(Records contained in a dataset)
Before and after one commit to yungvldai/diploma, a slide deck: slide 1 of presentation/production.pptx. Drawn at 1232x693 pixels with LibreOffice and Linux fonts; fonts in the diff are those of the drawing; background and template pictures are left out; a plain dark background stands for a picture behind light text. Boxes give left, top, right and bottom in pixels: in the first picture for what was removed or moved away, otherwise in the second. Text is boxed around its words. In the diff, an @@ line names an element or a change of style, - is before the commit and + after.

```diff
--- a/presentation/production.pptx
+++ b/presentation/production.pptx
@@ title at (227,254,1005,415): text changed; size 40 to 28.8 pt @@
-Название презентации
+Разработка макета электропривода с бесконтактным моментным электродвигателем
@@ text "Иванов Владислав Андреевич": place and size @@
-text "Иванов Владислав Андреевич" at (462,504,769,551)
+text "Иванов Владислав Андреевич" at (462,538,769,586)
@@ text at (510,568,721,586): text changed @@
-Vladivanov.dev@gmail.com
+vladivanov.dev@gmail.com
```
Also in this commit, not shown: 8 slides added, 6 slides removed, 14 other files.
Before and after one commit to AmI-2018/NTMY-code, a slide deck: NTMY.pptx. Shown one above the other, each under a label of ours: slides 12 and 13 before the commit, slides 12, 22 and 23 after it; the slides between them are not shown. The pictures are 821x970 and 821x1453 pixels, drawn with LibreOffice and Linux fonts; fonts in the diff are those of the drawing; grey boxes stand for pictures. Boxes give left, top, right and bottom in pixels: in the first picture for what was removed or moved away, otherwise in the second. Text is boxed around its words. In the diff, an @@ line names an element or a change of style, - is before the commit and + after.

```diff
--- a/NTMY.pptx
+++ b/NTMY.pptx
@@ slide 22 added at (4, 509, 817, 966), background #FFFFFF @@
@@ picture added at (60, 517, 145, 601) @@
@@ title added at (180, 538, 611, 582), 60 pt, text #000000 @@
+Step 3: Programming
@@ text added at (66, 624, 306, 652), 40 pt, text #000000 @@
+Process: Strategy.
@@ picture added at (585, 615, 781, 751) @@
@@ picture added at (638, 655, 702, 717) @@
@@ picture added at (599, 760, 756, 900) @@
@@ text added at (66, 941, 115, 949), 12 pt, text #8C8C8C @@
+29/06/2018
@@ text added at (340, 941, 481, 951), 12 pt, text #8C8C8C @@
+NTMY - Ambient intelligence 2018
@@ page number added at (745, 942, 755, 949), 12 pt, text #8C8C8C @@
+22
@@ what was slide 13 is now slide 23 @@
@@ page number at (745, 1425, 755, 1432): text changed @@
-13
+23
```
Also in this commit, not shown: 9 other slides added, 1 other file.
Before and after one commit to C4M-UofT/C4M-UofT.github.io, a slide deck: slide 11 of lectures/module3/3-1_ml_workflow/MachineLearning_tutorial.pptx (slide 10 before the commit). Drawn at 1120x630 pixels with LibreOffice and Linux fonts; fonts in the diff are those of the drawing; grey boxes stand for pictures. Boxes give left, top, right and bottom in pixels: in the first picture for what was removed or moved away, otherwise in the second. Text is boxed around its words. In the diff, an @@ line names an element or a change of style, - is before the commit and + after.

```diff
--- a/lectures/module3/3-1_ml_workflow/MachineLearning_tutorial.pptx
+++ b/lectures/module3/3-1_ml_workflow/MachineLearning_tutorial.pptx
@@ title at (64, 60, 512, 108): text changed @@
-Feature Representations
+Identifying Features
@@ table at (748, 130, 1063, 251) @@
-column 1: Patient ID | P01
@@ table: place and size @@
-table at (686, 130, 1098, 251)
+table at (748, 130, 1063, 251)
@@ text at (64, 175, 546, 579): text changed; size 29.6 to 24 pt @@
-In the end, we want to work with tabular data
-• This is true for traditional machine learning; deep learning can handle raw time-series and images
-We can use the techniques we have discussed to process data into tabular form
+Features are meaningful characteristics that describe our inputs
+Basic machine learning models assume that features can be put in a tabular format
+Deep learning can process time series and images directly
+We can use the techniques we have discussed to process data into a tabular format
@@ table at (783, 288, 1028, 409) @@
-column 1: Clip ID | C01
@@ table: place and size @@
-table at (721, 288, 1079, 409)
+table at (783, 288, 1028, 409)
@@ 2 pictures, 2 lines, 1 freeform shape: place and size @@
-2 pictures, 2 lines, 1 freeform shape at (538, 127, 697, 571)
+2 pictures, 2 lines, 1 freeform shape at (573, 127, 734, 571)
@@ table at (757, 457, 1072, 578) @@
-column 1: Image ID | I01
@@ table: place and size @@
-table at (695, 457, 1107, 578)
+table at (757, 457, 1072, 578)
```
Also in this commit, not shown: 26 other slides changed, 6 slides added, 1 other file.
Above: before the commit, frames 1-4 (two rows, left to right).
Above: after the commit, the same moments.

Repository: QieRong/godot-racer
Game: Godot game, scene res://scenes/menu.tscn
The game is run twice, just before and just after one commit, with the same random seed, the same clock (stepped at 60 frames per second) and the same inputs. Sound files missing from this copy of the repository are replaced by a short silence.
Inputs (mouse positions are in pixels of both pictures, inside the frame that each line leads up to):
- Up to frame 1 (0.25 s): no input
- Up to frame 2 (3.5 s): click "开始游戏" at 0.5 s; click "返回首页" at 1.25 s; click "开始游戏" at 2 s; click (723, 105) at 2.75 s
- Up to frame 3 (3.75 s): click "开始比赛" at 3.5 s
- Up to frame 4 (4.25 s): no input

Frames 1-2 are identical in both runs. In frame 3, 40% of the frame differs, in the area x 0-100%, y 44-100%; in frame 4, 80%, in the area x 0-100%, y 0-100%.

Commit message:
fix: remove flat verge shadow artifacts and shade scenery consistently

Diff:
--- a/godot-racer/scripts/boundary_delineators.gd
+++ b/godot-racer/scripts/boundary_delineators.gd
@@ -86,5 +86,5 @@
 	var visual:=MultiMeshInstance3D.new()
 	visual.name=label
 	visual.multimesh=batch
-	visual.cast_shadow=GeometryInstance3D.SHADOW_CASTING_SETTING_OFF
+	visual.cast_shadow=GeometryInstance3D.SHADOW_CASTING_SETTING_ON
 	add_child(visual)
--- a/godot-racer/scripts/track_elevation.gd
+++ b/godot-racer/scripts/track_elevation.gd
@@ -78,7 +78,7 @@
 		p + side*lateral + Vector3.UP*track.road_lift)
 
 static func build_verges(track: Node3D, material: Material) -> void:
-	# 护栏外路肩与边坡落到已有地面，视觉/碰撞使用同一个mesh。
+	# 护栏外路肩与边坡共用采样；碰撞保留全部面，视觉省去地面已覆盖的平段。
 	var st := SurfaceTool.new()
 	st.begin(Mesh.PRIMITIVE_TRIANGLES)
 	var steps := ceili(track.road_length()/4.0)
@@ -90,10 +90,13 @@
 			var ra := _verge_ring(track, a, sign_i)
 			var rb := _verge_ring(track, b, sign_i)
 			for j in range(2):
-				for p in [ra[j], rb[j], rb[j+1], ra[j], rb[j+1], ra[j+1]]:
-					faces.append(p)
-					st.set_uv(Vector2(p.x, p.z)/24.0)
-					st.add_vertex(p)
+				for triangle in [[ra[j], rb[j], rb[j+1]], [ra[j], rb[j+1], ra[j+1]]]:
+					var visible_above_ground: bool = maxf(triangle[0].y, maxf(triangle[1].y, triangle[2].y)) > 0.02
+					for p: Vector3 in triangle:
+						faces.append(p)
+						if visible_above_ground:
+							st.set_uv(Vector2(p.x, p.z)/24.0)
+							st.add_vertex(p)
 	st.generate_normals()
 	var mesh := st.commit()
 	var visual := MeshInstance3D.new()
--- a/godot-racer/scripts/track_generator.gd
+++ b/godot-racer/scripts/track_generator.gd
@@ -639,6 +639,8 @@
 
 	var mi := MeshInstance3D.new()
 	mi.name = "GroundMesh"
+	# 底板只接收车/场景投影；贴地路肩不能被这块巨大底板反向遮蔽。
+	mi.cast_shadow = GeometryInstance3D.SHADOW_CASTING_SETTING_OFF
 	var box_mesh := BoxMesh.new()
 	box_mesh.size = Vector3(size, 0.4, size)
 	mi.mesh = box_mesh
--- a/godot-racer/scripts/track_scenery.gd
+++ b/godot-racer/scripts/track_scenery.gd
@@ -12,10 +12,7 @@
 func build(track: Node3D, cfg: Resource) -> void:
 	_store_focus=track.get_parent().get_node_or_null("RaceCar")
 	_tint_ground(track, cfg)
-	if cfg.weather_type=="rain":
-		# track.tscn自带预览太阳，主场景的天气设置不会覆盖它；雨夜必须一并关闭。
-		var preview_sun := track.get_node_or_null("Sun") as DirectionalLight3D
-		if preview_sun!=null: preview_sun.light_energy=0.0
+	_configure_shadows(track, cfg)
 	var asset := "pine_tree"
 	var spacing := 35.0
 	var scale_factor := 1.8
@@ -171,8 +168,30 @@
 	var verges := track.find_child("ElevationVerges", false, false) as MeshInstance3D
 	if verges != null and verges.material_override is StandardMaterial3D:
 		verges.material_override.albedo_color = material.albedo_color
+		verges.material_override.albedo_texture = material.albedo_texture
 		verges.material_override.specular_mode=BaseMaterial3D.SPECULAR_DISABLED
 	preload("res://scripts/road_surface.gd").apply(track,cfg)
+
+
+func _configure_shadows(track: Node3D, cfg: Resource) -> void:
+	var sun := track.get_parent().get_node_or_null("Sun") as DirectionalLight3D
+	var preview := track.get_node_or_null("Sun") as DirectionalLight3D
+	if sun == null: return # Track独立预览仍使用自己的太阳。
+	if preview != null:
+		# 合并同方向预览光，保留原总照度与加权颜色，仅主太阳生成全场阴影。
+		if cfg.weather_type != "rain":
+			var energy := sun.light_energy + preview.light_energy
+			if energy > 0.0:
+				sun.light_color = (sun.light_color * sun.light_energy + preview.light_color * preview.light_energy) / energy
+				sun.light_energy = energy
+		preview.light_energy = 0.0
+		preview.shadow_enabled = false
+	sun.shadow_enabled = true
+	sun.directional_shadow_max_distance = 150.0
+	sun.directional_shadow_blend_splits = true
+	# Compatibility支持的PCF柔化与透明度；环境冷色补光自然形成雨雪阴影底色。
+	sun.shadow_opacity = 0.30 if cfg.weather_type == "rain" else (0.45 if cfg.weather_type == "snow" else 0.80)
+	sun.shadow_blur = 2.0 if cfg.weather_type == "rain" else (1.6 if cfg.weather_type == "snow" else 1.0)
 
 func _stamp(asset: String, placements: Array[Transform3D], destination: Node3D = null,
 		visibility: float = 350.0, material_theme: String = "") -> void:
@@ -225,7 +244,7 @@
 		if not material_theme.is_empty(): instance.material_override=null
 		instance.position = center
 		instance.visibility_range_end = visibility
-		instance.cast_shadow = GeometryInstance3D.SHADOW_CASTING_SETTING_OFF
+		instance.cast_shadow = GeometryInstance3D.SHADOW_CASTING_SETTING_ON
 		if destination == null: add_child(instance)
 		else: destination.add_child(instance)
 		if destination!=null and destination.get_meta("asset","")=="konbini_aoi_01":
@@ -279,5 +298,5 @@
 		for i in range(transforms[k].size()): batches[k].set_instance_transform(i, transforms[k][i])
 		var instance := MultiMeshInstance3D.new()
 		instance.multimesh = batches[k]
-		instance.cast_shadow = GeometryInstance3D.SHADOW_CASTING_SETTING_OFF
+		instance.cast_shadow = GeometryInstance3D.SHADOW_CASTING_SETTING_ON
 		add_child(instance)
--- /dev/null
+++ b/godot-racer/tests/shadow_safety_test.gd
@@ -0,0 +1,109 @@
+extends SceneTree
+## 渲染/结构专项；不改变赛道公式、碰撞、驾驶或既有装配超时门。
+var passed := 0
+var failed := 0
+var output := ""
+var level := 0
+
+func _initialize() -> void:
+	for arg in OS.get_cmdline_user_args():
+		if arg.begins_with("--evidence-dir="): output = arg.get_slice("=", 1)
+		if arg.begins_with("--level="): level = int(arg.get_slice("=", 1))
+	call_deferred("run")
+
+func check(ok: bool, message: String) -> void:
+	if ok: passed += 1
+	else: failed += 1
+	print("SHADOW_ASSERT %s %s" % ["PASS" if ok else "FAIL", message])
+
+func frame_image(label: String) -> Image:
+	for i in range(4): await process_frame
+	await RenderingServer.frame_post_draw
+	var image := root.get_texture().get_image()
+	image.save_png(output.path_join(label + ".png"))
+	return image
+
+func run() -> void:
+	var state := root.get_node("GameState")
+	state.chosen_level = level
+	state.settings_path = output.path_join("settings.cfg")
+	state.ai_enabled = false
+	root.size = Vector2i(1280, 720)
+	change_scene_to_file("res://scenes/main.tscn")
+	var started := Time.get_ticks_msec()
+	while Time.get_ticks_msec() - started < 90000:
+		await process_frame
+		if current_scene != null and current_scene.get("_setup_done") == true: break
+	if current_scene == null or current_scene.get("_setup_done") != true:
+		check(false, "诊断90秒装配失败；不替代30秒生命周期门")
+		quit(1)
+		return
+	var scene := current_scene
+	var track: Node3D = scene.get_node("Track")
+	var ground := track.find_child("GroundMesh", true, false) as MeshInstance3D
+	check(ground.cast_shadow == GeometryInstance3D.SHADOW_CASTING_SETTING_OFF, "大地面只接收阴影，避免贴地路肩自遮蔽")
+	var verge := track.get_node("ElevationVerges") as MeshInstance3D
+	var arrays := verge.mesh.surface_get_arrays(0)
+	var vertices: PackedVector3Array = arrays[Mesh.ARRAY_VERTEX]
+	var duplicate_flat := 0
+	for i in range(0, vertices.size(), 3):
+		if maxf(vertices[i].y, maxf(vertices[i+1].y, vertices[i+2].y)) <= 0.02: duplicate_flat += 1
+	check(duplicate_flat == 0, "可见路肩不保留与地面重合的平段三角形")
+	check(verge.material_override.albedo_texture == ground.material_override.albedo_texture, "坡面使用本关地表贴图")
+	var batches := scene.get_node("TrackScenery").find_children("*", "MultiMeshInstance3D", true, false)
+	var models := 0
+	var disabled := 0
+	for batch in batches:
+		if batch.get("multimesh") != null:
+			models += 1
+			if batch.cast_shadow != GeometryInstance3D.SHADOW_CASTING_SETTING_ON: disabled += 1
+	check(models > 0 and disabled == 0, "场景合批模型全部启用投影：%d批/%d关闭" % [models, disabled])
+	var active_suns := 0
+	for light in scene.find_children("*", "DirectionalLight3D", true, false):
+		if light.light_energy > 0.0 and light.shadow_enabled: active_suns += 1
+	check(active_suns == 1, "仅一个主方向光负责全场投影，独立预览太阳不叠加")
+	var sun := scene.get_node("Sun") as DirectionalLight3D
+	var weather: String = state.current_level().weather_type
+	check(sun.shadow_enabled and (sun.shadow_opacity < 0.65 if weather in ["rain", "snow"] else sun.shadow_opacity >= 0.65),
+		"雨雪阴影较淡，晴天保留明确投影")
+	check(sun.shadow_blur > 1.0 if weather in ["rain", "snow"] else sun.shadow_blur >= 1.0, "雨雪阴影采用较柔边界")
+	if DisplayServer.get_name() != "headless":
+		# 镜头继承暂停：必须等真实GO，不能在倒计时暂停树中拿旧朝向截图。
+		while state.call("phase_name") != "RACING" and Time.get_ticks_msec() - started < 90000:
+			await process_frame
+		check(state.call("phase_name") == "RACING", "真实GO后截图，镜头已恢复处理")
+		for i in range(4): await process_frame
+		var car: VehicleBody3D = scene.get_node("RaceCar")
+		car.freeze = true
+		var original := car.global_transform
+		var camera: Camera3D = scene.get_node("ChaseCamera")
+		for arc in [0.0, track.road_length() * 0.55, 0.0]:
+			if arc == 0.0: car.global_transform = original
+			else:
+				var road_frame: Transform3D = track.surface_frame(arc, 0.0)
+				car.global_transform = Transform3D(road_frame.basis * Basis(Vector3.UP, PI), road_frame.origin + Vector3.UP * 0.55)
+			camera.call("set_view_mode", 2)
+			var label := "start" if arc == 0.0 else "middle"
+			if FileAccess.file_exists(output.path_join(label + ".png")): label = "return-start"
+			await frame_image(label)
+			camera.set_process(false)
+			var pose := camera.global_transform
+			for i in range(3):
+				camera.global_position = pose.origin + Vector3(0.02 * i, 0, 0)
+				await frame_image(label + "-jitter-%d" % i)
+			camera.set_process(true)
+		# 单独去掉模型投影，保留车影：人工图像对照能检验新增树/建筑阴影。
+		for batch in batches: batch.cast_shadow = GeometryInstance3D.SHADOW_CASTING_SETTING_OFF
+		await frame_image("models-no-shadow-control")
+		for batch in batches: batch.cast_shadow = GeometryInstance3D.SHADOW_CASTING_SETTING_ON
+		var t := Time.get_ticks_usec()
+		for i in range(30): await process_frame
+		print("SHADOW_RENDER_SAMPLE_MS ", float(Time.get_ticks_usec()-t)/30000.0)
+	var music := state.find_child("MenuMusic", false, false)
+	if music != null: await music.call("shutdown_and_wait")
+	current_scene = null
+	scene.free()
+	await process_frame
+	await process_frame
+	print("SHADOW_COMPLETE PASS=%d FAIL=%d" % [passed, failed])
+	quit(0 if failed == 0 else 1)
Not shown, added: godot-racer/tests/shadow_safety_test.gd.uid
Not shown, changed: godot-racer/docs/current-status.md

--- What the task requires ---
Reproduce the entries above exactly, but only the lines between the line holding "active_suns := 0" and the line holding "Transform3D = track.surface_frame(arc, 0.0)", inclusive.

--- Exercise result ---
+	var active_suns := 0
+	for light in scene.find_children("*", "DirectionalLight3D", true, false):
+		if light.light_energy > 0.0 and light.shadow_enabled: active_suns += 1
+	check(active_suns == 1, "仅一个主方向光负责全场投影，独立预览太阳不叠加")
+	var sun := scene.get_node("Sun") as DirectionalLight3D
+	var weather: String = state.current_level().weather_type
+	check(sun.shadow_enabled and (sun.shadow_opacity < 0.65 if weather in ["rain", "snow"] else sun.shadow_opacity >= 0.65),
+		"雨雪阴影较淡，晴天保留明确投影")
+	check(sun.shadow_blur > 1.0 if weather in ["rain", "snow"] else sun.shadow_blur >= 1.0, "雨雪阴影采用较柔边界")
+	if DisplayServer.get_name() != "headless":
+		# 镜头继承暂停：必须等真实GO，不能在倒计时暂停树中拿旧朝向截图。
+		while state.call("phase_name") != "RACING" and Time.get_ticks_msec() - started < 90000:
+			await process_frame
+		check(state.call("phase_name") == "RACING", "真实GO后截图，镜头已恢复处理")
+		for i in range(4): await process_frame
+		var car: VehicleBody3D = scene.get_node("RaceCar")
+		car.freeze = true
+		var original := car.global_transform
+		var camera: Camera3D = scene.get_node("ChaseCamera")
+		for arc in [0.0, track.road_length() * 0.55, 0.0]:
+			if arc == 0.0: car.global_transform = original
+			else:
+				var road_frame: Transform3D = track.surface_frame(arc, 0.0)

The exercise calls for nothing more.